---------- Dataset records
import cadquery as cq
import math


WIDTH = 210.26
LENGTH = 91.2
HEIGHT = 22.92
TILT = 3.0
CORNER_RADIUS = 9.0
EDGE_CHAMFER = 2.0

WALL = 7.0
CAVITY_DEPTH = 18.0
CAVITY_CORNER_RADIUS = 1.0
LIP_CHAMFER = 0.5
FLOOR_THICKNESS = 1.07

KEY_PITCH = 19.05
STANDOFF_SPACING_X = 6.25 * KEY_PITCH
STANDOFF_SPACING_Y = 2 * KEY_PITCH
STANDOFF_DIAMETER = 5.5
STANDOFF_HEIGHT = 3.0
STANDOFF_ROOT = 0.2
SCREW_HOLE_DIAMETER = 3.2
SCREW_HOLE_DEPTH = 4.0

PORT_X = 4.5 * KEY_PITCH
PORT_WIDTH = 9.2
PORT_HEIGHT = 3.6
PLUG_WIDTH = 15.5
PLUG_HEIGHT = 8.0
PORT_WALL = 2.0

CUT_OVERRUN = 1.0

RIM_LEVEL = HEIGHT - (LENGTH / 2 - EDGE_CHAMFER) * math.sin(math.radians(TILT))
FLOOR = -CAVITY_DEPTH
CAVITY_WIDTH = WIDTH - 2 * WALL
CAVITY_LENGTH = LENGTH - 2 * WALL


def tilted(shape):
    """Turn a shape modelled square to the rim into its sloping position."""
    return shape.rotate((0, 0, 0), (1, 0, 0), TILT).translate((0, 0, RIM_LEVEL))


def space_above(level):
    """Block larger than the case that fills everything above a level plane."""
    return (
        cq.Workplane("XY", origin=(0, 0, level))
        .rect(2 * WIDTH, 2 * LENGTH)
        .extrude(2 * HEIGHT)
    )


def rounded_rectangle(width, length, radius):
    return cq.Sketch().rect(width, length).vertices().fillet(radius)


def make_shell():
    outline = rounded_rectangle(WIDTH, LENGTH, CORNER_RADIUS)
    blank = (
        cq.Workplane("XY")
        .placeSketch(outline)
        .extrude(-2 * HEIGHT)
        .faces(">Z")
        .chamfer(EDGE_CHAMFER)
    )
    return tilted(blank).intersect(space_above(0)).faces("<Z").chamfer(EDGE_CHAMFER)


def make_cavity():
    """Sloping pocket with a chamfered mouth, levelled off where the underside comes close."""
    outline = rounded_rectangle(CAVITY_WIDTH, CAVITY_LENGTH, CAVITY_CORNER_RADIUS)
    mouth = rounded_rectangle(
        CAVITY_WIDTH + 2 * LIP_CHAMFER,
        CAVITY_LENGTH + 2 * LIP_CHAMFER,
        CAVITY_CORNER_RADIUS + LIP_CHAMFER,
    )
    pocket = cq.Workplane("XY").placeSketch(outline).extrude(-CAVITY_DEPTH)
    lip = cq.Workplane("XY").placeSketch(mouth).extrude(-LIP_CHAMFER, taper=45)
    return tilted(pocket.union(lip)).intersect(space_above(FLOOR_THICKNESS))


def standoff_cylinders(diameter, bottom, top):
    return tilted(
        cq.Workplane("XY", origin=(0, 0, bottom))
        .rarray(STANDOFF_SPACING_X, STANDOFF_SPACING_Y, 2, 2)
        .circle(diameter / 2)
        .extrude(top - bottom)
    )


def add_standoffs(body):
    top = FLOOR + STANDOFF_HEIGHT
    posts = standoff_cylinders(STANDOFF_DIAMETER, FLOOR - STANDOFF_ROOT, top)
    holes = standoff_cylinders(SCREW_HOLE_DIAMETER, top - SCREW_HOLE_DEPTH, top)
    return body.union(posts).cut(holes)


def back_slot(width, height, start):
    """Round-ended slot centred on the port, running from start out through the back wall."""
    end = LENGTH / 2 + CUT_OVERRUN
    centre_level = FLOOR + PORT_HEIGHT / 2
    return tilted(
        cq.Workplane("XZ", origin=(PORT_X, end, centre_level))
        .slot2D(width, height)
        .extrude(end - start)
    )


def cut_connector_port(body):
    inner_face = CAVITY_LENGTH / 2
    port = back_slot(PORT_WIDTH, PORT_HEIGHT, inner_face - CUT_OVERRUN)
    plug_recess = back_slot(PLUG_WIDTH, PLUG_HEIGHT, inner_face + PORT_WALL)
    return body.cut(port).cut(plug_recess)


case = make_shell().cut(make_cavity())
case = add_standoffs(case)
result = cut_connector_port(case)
--------------------
What the task asks: Write out the complete set of records exactly as given.

Result below:
import cadquery as cq
import math


WIDTH = 210.26
LENGTH = 91.2
HEIGHT = 22.92
TILT = 3.0
CORNER_RADIUS = 9.0
EDGE_CHAMFER = 2.0

WALL = 7.0
CAVITY_DEPTH = 18.0
CAVITY_CORNER_RADIUS = 1.0
LIP_CHAMFER = 0.5
FLOOR_THICKNESS = 1.07

KEY_PITCH = 19.05
STANDOFF_SPACING_X = 6.25 * KEY_PITCH
STANDOFF_SPACING_Y = 2 * KEY_PITCH
STANDOFF_DIAMETER = 5.5
STANDOFF_HEIGHT = 3.0
STANDOFF_ROOT = 0.2
SCREW_HOLE_DIAMETER = 3.2
SCREW_HOLE_DEPTH = 4.0

PORT_X = 4.5 * KEY_PITCH
PORT_WIDTH = 9.2
PORT_HEIGHT = 3.6
PLUG_WIDTH = 15.5
PLUG_HEIGHT = 8.0
PORT_WALL = 2.0

CUT_OVERRUN = 1.0

RIM_LEVEL = HEIGHT - (LENGTH / 2 - EDGE_CHAMFER) * math.sin(math.radians(TILT))
FLOOR = -CAVITY_DEPTH
CAVITY_WIDTH = WIDTH - 2 * WALL
CAVITY_LENGTH = LENGTH - 2 * WALL


def tilted(shape):
    """Turn a shape modelled square to the rim into its sloping position."""
    return shape.rotate((0, 0, 0), (1, 0, 0), TILT).translate((0, 0, RIM_LEVEL))


def space_above(level):
    """Block larger than the case that fills everything above a level plane."""
    return (
        cq.Workplane("XY", origin=(0, 0, level))
        .rect(2 * WIDTH, 2 * LENGTH)
        .extrude(2 * HEIGHT)
    )


def rounded_rectangle(width, length, radius):
    return cq.Sketch().rect(width, length).vertices().fillet(radius)


def make_shell():
    outline = rounded_rectangle(WIDTH, LENGTH, CORNER_RADIUS)
    blank = (
        cq.Workplane("XY")
        .placeSketch(outline)
        .extrude(-2 * HEIGHT)
        .faces(">Z")
        .chamfer(EDGE_CHAMFER)
    )
    return tilted(blank).intersect(space_above(0)).faces("<Z").chamfer(EDGE_CHAMFER)


def make_cavity():
    """Sloping pocket with a chamfered mouth, levelled off where the underside comes close."""
    outline = rounded_rectangle(CAVITY_WIDTH, CAVITY_LENGTH, CAVITY_CORNER_RADIUS)
    mouth = rounded_rectangle(
        CAVITY_WIDTH + 2 * LIP_CHAMFER,
        CAVITY_LENGTH + 2 * LIP_CHAMFER,
        CAVITY_CORNER_RADIUS + LIP_CHAMFER,
    )
    pocket = cq.Workplane("XY").placeSketch(outline).extrude(-CAVITY_DEPTH)
    lip = cq.Workplane("XY").placeSketch(mouth).extrude(-LIP_CHAMFER, taper=45)
    return tilted(pocket.union(lip)).intersect(space_above(FLOOR_THICKNESS))


def standoff_cylinders(diameter, bottom, top):
    return tilted(
        cq.Workplane("XY", origin=(0, 0, bottom))
        .rarray(STANDOFF_SPACING_X, STANDOFF_SPACING_Y, 2, 2)
        .circle(diameter / 2)
        .extrude(top - bottom)
    )


def add_standoffs(body):
    top = FLOOR + STANDOFF_HEIGHT
    posts = standoff_cylinders(STANDOFF_DIAMETER, FLOOR - STANDOFF_ROOT, top)
    holes = standoff_cylinders(SCREW_HOLE_DIAMETER, top - SCREW_HOLE_DEPTH, top)
    return body.union(posts).cut(holes)


def back_slot(width, height, start):
    """Round-ended slot centred on the port, running from start out through the back wall."""
    end = LENGTH / 2 + CUT_OVERRUN
    centre_level = FLOOR + PORT_HEIGHT / 2
    return tilted(
        cq.Workplane("XZ", origin=(PORT_X, end, centre_level))
        .slot2D(width, height)
        .extrude(end - start)
    )


def cut_connector_port(body):
    inner_face = CAVITY_LENGTH / 2
    port = back_slot(PORT_WIDTH, PORT_HEIGHT, inner_face - CUT_OVERRUN)
    plug_recess = back_slot(PLUG_WIDTH, PLUG_HEIGHT, inner_face + PORT_WALL)
    return body.cut(port).cut(plug_recess)


case = make_shell().cut(make_cavity())
case = add_standoffs(case)
result = cut_connector_port(case)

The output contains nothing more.